◆ **What needs to be done**:
Search the data below for the string "selectors" and copy all lines where it shows up.

-- -- --

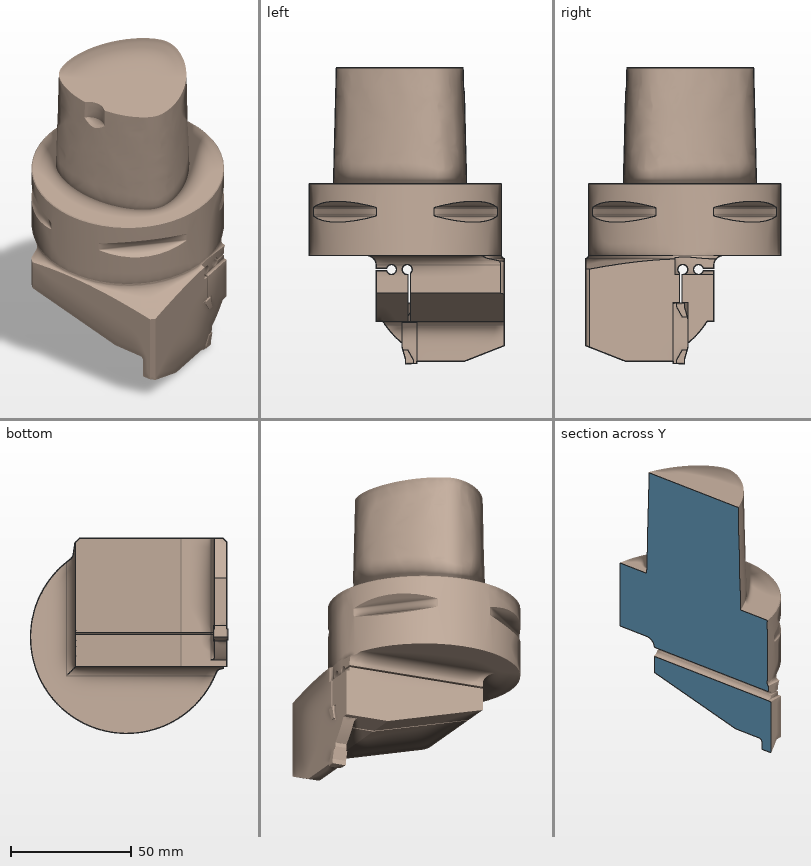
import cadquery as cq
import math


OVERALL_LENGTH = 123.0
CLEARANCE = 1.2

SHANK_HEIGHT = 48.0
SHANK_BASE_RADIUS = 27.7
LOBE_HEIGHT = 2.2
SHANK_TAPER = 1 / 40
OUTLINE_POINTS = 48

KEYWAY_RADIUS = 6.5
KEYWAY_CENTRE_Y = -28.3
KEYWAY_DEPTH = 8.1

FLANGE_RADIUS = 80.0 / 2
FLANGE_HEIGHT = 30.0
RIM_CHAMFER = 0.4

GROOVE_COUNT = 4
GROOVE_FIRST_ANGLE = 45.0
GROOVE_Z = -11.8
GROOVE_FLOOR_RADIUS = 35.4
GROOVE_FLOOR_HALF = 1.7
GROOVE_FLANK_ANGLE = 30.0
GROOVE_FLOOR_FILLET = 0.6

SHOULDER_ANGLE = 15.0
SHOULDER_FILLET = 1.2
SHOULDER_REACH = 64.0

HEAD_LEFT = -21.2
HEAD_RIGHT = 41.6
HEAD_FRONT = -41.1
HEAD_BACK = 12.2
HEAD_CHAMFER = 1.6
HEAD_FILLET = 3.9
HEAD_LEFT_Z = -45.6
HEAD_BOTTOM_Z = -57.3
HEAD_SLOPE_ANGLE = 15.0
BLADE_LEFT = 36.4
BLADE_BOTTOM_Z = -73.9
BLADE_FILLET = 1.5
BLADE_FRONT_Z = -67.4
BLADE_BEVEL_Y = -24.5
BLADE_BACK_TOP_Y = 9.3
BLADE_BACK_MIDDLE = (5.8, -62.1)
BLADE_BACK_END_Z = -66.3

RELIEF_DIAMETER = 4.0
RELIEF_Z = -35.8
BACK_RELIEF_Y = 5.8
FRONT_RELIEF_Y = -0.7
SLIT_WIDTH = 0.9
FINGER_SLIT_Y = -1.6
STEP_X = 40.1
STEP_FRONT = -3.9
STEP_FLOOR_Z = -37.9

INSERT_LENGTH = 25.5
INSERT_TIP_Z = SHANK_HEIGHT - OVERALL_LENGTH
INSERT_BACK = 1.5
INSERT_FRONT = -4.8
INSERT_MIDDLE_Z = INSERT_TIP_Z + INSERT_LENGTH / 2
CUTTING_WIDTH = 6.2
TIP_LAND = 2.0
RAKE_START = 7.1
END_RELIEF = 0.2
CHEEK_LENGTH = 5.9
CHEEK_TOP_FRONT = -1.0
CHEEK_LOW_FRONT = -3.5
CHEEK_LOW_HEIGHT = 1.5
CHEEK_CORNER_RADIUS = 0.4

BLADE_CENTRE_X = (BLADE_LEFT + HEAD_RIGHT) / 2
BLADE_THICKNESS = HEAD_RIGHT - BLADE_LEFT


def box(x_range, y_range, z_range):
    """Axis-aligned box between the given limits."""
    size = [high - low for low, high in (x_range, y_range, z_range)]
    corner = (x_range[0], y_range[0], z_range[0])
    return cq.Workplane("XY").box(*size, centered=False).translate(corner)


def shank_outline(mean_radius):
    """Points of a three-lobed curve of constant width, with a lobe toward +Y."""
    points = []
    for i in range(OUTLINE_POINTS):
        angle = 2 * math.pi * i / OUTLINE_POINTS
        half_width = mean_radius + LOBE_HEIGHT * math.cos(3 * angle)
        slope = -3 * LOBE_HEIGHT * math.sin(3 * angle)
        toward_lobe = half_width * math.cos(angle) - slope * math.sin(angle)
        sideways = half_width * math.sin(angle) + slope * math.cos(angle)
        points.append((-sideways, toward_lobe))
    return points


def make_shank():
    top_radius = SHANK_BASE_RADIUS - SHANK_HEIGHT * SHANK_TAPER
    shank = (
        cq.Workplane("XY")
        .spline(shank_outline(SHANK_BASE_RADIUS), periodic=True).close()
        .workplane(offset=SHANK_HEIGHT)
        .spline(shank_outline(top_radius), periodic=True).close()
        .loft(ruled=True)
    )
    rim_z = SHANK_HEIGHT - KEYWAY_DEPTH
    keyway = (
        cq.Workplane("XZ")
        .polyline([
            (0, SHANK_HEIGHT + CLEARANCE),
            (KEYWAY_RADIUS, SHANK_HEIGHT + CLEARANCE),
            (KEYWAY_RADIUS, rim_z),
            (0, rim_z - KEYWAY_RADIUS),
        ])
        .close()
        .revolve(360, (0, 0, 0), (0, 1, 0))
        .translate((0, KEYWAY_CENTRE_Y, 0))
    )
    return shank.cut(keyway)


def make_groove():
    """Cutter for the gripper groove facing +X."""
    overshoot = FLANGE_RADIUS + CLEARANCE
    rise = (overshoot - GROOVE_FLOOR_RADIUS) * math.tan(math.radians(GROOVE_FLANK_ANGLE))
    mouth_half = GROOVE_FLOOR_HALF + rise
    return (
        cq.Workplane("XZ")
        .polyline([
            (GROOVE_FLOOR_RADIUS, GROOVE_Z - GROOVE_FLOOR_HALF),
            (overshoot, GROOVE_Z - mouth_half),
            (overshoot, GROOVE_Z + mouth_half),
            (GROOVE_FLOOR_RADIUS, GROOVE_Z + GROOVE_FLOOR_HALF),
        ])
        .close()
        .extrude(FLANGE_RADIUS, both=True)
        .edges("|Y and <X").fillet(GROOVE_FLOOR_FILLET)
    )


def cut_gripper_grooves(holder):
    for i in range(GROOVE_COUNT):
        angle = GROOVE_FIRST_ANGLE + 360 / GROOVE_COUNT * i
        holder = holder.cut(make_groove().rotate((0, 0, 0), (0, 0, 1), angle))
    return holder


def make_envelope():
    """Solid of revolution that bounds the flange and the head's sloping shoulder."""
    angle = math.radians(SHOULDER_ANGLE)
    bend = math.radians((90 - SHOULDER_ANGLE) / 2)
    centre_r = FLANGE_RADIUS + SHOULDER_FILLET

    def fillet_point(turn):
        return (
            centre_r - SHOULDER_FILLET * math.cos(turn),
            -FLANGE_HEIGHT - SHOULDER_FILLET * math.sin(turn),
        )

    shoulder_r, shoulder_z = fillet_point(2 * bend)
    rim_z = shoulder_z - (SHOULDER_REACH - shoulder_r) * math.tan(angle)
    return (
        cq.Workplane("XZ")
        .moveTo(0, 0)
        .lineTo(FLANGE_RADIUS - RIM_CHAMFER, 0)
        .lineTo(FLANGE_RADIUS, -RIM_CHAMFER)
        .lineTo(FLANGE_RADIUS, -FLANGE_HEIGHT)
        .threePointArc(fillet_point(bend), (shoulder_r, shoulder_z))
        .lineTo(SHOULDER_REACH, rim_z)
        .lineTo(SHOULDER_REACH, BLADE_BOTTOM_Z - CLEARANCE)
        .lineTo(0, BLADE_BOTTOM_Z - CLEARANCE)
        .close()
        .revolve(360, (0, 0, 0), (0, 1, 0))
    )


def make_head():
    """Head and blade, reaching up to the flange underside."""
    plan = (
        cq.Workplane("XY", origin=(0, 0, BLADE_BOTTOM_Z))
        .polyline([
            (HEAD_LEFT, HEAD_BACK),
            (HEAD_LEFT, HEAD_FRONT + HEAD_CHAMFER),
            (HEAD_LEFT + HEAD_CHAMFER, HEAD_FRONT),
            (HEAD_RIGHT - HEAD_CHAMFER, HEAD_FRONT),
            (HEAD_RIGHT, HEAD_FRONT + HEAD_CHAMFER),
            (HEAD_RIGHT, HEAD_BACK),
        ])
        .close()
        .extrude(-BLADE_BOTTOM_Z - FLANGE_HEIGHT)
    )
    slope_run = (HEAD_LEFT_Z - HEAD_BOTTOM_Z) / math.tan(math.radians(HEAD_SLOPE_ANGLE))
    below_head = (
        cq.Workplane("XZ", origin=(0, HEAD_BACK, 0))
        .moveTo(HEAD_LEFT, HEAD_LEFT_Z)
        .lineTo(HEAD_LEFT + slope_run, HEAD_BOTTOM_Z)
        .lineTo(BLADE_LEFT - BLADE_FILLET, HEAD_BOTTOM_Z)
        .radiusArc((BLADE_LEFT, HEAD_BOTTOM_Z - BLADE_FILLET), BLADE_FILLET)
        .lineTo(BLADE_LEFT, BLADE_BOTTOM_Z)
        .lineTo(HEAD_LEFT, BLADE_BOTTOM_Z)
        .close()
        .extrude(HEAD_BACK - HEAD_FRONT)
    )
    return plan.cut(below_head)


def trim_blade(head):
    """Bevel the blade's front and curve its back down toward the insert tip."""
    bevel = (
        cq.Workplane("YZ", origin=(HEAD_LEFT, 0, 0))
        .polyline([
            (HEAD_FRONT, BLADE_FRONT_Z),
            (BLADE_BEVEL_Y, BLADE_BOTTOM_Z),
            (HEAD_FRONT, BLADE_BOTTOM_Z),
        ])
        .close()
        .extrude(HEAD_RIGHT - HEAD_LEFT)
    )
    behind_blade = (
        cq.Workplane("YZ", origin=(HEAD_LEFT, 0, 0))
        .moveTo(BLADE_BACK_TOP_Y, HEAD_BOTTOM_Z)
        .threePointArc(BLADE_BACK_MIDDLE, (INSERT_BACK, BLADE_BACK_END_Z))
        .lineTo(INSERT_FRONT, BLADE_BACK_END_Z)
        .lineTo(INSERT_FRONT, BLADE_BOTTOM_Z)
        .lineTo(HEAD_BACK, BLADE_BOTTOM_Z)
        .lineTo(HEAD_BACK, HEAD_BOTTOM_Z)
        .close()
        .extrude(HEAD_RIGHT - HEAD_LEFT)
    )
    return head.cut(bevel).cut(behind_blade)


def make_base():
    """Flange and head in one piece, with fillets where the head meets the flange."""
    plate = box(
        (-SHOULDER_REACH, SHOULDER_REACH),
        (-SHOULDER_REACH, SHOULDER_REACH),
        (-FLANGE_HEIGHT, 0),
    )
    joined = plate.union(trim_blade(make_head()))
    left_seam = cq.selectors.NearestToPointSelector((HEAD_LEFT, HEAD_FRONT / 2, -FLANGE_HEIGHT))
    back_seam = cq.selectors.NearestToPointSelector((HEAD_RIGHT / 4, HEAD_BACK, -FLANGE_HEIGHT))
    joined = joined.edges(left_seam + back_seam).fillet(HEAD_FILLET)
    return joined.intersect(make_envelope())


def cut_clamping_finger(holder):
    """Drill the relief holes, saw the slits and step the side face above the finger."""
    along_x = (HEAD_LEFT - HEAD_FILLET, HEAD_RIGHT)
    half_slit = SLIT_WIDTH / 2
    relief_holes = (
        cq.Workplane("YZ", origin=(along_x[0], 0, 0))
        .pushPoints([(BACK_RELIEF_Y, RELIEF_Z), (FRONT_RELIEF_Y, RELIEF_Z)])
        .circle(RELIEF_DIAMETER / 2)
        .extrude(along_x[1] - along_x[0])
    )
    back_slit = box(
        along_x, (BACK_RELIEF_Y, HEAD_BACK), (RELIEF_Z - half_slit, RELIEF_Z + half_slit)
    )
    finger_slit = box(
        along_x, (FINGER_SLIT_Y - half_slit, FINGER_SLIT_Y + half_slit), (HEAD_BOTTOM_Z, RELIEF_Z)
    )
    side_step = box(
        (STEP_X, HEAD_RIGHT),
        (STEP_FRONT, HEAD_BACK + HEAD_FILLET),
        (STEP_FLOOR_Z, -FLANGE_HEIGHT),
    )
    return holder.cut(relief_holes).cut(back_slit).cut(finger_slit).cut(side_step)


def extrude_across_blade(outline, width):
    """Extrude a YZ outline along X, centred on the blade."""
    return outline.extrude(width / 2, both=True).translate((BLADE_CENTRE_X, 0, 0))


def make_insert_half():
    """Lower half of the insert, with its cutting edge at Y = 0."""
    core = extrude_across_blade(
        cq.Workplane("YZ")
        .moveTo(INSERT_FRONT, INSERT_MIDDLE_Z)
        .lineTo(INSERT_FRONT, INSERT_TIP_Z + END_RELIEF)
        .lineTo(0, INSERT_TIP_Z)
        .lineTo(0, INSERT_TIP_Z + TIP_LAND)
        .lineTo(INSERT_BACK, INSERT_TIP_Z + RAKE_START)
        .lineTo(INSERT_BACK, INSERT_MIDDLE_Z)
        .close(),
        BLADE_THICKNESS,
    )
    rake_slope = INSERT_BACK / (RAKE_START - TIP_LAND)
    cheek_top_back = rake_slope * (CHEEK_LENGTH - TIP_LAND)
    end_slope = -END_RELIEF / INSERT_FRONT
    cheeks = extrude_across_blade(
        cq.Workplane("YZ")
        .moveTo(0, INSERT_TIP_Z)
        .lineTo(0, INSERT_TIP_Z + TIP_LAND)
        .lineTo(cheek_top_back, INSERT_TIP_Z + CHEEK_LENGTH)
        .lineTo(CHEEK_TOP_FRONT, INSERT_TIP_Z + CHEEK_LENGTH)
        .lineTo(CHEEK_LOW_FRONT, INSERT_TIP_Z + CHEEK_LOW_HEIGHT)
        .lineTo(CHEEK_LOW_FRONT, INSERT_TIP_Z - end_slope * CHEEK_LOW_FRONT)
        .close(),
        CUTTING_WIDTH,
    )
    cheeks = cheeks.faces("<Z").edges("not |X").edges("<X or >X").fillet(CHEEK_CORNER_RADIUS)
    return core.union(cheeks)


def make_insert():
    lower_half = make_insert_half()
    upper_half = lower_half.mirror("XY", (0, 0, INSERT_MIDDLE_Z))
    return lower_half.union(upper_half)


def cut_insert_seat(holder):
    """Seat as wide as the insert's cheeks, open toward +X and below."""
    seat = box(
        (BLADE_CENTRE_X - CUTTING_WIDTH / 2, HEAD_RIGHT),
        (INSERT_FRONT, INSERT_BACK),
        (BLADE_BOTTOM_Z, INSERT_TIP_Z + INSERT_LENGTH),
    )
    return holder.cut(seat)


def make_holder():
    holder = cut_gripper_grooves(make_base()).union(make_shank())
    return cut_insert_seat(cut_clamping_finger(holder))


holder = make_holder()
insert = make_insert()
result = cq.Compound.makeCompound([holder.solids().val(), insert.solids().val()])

-- -- --

◆ **Answer to this problem**:
    left_seam = cq.selectors.NearestToPointSelector((HEAD_LEFT, HEAD_FRONT / 2, -FLANGE_HEIGHT))
    back_seam = cq.selectors.NearestToPointSelector((HEAD_RIGHT / 4, HEAD_BACK, -FLANGE_HEIGHT))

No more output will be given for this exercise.